Still, the Taiwan experimenters plan to proceed. Already knowing that the infected beagle puppies will succumb to rabies, the experimenters will stand by as the puppies begin to twitch and writhe, eventually becoming paralyzed and ultimately die.

But putting beagles through this agony will not shed new light on the virus. In fact, in the last 20 years, just two of 340 papers published on rabies even mentioned infecting dogs to test a vaccine. This is not good science.

On the other hand, there are many papers that first vaccinated dogs for rabies and then used a humanely-obtained blood sample from those animals to test whether they'd developed protective antibodies to the virus. It's what the COA should do to prevent the beagle puppies from dying a gruesome death from rabies.

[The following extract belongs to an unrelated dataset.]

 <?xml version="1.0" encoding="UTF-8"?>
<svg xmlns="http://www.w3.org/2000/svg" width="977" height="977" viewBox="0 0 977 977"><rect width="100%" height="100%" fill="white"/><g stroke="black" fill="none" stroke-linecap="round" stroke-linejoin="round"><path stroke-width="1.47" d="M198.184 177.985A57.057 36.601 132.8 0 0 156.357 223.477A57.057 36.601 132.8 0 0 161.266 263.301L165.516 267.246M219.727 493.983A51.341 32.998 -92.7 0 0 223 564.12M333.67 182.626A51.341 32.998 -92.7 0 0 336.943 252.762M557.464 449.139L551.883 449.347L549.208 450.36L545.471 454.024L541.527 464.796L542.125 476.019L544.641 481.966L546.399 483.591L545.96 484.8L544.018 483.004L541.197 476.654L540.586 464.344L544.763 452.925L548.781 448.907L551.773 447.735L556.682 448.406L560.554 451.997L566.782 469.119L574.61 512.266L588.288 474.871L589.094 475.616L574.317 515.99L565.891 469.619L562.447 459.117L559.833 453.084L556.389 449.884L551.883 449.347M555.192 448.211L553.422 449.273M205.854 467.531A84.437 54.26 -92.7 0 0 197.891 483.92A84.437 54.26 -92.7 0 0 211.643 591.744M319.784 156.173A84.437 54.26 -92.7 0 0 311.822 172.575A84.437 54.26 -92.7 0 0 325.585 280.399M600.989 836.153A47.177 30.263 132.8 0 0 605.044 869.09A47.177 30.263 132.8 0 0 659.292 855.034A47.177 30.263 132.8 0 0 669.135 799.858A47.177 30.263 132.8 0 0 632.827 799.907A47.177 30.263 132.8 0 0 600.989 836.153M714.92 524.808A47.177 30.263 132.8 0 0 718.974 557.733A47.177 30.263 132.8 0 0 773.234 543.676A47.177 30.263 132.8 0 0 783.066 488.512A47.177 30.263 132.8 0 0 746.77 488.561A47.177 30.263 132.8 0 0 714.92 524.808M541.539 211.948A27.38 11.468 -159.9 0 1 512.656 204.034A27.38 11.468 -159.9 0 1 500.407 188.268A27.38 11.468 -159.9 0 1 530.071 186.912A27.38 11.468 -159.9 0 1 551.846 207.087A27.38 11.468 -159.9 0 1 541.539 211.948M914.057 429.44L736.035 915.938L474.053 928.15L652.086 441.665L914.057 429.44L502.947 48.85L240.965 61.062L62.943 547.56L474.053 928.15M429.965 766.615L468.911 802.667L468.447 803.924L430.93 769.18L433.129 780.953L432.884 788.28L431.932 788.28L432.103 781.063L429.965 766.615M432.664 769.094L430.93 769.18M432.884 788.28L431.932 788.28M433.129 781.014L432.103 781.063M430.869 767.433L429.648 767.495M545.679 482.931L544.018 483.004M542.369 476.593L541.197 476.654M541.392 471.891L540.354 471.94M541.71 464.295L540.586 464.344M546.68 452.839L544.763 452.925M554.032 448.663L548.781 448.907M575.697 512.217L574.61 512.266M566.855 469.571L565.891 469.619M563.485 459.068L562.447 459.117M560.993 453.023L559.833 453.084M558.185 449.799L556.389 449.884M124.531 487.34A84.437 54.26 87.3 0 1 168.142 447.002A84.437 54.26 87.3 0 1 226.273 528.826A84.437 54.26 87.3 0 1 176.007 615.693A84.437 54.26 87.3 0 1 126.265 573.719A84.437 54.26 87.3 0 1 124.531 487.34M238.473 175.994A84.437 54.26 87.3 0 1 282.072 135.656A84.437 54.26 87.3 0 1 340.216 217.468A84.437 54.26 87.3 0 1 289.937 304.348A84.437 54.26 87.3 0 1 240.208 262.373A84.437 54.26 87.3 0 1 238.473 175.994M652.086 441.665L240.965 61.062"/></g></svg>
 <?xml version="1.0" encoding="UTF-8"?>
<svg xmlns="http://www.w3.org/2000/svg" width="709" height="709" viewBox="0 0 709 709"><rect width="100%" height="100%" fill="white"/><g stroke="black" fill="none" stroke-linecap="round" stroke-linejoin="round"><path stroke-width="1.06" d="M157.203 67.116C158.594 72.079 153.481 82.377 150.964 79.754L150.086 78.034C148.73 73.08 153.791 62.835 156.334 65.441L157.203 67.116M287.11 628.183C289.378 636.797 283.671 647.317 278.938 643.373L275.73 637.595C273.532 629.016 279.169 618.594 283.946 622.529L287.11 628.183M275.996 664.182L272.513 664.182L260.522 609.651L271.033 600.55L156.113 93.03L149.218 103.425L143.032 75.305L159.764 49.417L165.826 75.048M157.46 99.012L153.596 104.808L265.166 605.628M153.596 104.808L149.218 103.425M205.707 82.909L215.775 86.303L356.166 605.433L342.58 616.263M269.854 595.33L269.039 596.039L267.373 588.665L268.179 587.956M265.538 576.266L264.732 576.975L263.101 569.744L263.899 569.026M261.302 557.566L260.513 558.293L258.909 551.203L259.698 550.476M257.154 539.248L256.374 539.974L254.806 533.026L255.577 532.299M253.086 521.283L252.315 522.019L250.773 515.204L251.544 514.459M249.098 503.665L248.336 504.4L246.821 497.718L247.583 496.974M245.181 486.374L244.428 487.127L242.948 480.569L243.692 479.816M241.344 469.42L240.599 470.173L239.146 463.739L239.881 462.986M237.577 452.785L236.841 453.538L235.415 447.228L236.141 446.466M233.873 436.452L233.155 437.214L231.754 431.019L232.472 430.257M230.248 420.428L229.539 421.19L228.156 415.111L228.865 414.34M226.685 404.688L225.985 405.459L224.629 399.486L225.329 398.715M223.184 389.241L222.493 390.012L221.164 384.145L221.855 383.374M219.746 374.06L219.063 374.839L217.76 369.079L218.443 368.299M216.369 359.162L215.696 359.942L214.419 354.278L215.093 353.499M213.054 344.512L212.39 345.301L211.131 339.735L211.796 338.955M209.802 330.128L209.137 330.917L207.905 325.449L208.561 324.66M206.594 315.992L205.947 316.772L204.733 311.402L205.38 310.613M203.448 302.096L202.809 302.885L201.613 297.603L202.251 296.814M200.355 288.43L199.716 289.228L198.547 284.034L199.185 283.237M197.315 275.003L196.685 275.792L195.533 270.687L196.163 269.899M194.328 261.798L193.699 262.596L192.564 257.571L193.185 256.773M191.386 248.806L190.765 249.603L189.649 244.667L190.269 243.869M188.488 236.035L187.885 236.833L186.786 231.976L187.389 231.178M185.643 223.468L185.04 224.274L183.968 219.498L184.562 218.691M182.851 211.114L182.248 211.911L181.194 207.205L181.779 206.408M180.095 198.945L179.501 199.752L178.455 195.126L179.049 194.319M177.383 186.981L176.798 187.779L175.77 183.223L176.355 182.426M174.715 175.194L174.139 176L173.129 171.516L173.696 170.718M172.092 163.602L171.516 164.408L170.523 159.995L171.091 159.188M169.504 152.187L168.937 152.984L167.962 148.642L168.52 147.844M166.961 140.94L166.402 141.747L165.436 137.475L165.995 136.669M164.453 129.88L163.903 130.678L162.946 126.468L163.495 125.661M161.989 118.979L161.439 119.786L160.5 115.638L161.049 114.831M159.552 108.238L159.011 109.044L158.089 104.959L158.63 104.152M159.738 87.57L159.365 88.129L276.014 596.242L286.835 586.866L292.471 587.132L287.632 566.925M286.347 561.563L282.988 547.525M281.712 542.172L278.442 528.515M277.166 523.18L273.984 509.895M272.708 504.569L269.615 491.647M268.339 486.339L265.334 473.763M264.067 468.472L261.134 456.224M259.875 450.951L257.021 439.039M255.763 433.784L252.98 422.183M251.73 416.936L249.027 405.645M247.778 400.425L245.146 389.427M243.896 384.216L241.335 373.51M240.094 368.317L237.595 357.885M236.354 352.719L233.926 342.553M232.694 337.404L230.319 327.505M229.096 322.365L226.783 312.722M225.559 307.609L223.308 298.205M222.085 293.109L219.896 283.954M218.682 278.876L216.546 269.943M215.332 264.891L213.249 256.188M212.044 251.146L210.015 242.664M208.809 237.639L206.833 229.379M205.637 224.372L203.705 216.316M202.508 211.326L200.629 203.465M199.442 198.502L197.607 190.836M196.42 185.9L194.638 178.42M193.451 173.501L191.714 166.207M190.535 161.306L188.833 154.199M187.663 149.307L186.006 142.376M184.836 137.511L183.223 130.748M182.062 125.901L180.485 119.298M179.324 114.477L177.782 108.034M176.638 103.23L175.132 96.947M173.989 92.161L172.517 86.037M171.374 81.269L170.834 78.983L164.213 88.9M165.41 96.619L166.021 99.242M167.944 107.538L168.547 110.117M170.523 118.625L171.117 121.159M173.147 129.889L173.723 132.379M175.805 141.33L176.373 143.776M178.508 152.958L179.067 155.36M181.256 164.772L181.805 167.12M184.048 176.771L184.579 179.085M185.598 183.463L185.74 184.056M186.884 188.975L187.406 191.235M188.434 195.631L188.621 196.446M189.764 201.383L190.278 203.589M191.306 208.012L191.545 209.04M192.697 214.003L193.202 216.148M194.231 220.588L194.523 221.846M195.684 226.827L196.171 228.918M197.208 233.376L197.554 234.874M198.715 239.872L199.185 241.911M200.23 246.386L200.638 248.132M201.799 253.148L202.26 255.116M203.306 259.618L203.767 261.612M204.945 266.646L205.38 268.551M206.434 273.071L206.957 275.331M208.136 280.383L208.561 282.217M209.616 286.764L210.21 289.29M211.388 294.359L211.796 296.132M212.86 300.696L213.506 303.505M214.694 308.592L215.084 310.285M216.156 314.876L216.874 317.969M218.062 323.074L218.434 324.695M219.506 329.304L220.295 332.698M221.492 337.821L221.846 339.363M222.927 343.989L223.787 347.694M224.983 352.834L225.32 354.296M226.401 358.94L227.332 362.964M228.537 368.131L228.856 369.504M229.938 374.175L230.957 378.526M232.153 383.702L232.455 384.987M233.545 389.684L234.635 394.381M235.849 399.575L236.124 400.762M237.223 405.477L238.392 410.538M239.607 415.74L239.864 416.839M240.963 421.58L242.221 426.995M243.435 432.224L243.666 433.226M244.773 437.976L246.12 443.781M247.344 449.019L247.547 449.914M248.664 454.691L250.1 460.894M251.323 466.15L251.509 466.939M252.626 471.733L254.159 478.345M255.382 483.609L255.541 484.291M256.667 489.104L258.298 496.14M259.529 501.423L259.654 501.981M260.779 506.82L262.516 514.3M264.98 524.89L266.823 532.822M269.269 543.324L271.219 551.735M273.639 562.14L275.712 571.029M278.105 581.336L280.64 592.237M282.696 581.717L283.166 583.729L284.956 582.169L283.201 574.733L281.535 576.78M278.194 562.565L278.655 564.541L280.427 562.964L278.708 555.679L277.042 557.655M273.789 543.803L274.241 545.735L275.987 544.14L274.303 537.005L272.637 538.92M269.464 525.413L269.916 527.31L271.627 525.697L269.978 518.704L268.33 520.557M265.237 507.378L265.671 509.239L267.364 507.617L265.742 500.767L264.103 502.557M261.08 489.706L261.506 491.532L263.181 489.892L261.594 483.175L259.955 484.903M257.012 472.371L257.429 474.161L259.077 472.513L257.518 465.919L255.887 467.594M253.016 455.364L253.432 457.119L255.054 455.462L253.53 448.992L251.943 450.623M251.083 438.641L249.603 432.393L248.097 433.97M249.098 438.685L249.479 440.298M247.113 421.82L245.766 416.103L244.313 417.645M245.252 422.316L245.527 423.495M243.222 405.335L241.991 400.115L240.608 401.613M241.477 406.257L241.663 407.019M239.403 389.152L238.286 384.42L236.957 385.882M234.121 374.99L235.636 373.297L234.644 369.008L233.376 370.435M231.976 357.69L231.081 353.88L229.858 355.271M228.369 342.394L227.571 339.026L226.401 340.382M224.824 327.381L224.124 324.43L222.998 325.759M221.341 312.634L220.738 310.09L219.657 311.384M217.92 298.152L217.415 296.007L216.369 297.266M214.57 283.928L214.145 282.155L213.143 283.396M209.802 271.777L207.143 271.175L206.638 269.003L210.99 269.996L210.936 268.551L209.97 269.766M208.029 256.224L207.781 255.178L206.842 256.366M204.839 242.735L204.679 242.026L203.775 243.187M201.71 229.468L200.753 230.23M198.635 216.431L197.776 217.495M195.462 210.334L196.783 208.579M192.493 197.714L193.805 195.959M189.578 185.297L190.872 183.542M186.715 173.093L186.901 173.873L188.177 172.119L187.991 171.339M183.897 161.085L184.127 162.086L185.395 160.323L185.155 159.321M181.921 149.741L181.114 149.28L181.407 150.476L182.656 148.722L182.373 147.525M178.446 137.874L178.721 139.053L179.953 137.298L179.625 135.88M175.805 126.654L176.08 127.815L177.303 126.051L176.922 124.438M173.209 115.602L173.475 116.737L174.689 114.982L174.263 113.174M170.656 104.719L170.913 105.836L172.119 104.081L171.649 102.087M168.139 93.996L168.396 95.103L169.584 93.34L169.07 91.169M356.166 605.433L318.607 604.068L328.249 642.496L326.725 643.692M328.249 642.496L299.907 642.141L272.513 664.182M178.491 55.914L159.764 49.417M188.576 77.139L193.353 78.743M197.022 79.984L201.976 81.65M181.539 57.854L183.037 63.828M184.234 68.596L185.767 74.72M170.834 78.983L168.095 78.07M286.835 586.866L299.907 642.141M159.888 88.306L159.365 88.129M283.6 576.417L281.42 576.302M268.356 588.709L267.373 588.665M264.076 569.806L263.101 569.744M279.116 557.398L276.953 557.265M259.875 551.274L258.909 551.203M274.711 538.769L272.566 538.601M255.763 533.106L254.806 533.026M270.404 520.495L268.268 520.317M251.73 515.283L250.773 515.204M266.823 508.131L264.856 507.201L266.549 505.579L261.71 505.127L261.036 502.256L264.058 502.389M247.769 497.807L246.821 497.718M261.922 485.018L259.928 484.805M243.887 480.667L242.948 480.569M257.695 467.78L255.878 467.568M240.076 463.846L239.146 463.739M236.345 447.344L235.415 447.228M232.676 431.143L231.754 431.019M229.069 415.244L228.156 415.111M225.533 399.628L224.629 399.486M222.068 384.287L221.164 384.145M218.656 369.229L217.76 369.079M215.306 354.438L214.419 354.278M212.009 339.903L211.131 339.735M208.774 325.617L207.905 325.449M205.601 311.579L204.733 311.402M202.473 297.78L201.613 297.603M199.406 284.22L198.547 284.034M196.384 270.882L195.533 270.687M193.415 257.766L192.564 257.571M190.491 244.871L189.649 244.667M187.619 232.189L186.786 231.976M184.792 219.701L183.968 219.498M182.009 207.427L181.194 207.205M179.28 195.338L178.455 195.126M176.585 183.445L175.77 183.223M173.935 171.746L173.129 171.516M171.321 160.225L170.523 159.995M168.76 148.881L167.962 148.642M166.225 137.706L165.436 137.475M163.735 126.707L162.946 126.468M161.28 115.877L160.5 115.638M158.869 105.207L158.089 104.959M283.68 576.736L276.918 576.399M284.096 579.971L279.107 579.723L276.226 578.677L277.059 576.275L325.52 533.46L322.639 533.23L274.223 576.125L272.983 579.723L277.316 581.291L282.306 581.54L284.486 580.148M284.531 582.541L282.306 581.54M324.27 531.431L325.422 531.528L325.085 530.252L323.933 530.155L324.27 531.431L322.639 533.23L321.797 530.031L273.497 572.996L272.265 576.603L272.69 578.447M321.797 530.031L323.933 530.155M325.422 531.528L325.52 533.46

An ounce of prevention is also crucial in preventing rabies outbreaks. Rabies experts agree that vaccinating not only domestic animals--but wildlife, too--is the best way to prevent the spread of rabies. Oral vaccination of wildlife has been successful for decades in Europe and the United States.

World Rabies Day is Sept. 28. If the Taiwanese government truly wants to avert a public health crisis, it should begin an aggressive rabies vaccination campaign and ask all citizens of Taiwan to vaccinate their dogs and other animals by World Rabies Day.